Standing next to him was an exercise in nerve-tingling embarrassment. He dwarfed her. Shaun had somehow never seemed that tall. Maybe he’d just been a little shorter, just as he’d been a little thinner, his features a little more blurred. Perhaps the mould, having been used once, had not quite managed to replicate itself the second time around.

‘Familiar with this program?’

Vicky nodded.

‘Good, then you’ll have no problem finding your way around. You’ll have to go through those files and update the computer, and there are one or two problems on a couple of them—discrepancies with the fees, order problems. I’m afraid you’re being thrown in at the deep end but you’ll have to find your way around the best you can, because the position requires a fair amount of initiative and responsibility. Tell me about your job with James?’

He strolled over to the coffee machine, and while he waited for it to kick into action he turned to face her with his arms folded.
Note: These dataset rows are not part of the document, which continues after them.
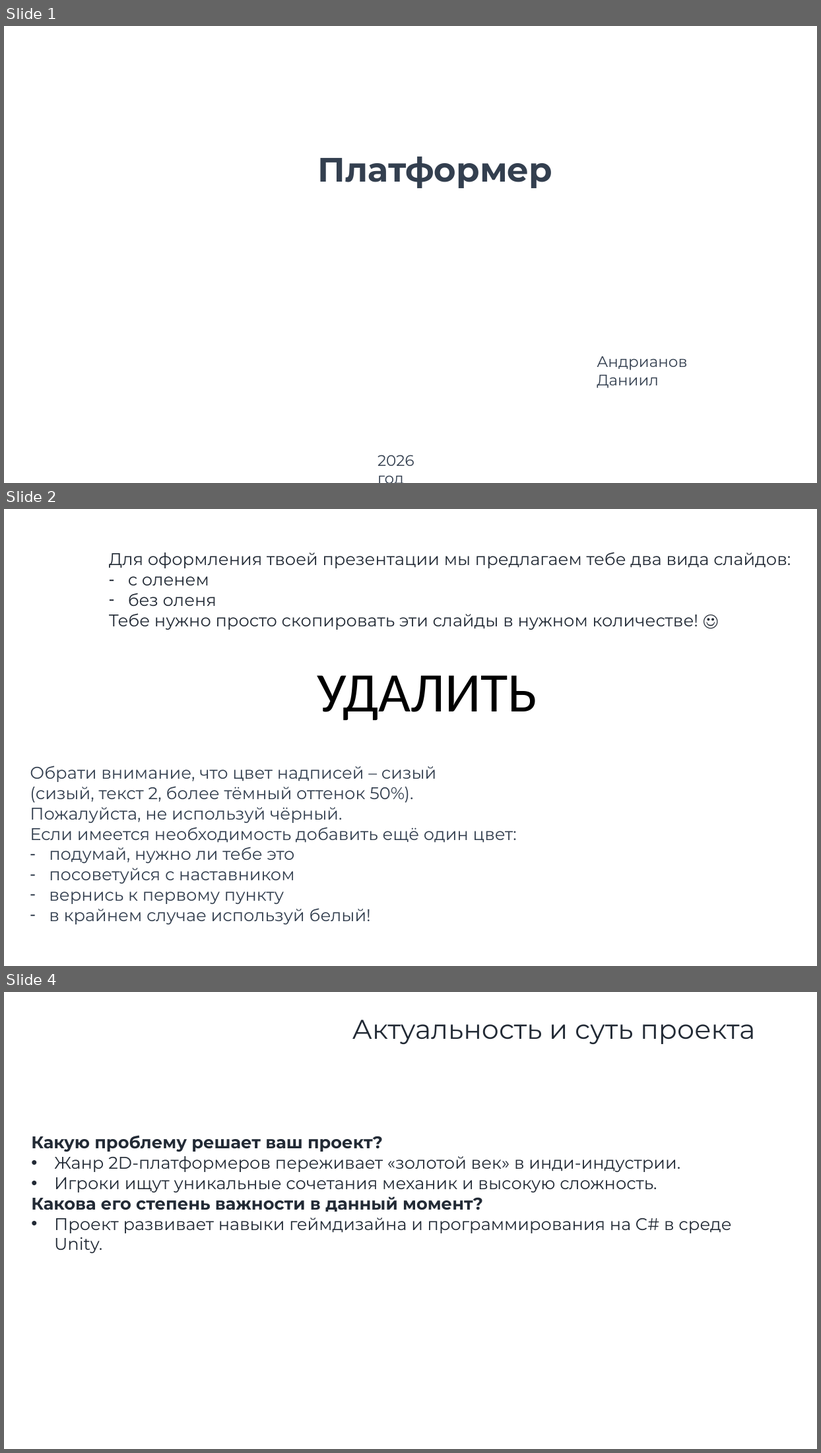
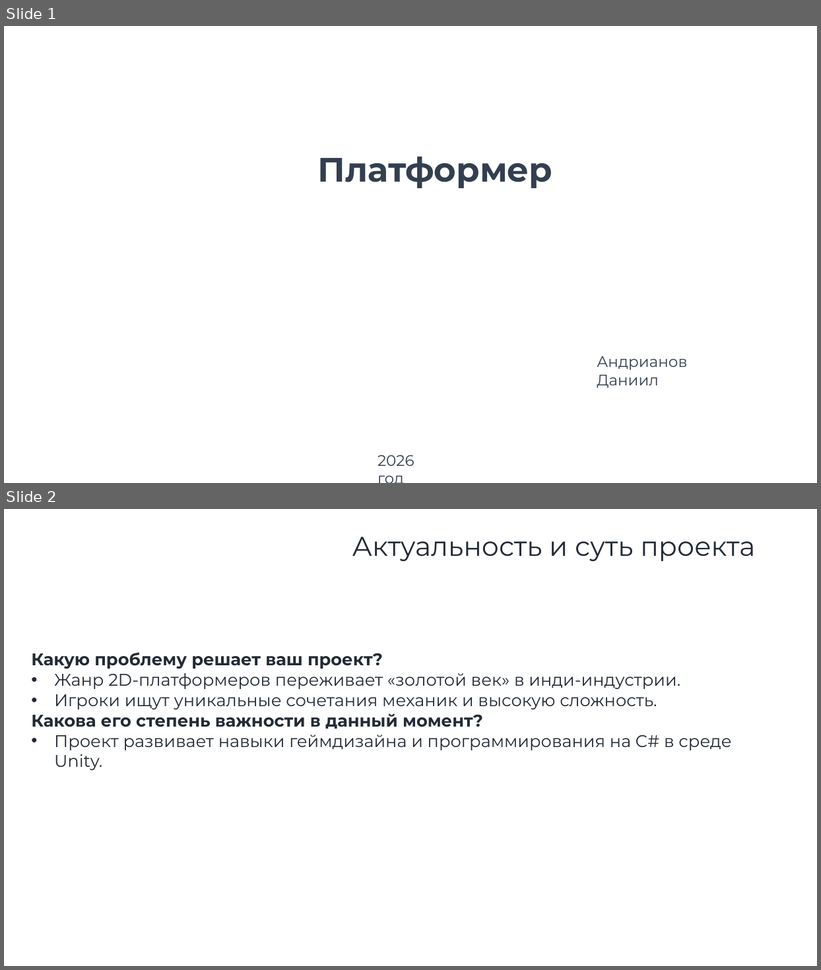
Before and after one commit to dadaneodin/Platformer, a slide deck: Assets/PREZENTACIA/Андрианов Даниил(ПЛАТФОРМЕР)КванториумГаз.pptx. Shown one above the other, each under a label of ours: slides 1, 2 and 4 before the commit, slides 1 and 2 after it; the slides between them are not shown. The pictures are 821x1453 and 821x970 pixels, drawn with LibreOffice and Linux fonts; fonts in the diff are those of the drawing; background and template pictures are left out. Boxes give left, top, right and bottom in pixels: in the first picture for what was removed or moved away, otherwise in the second. Text is boxed around its words. In the diff, an @@ line names an element or a change of style, - is before the commit and + after.

```diff
--- a/Assets/PREZENTACIA/Андрианов Даниил(ПЛАТФОРМЕР)КванториумГаз.pptx
+++ b/Assets/PREZENTACIA/Андрианов Даниил(ПЛАТФОРМЕР)КванториумГаз.pptx
@@ slide 2 removed at (4,509,817,966), background picture (left out) @@
@@ text removed at (109,552,791,630) @@
-Для оформления твоей презентации мы предлагаем тебе два вида слайдов:
-– с оленем
-– без оленя
-Тебе нужно просто скопировать эти слайды в нужном количестве! ☺
@@ text removed at (317,675,537,721) @@
-УДАЛИТЬ
@@ text removed at (30,766,517,925) @@
-Обрати внимание, что цвет надписей – сизый
-(сизый, текст 2, более тёмный оттенок 50%).
-Пожалуйста, не используй чёрный.
-Если имеется необходимость добавить ещё один цвет:
-– подумай, нужно ли тебе это
-– посоветуйся с наставником
-– вернись к первому пункту
-– в крайнем случае используй белый!
@@ what was slide 4 is now slide 2 @@
```
Also in this commit, not shown: 1 other slide removed, 17 other files.

Vicky groped her way for an adequate and truthful account of what she had done as far as work went without implying socialising of any nature. In fact, she had socialised a fair amount with James and his wife Carol, and had even babysat for them on a few occasions. ‘I started off as his secretary, but I’m a pretty quick learner and, quite soon, I was being given a fair amount of responsibility. Looking after some of the smaller, more problematic customers, liaising with the service people as well as doing the usual administrative and typing stuff.’

‘So you should have no problem coming to grips with all this…’ He nodded vaguely at the files. ‘I knew it. I took one look at you and knew that you’d be able to do the job with your eyes closed.’

‘I haven’t even started, as yet,’ Vicky informed him warily. Heaping praise on her before she even got going was not so good, considering her long-range plan to quit the job as soon as was possible, without arousing needless suspicion.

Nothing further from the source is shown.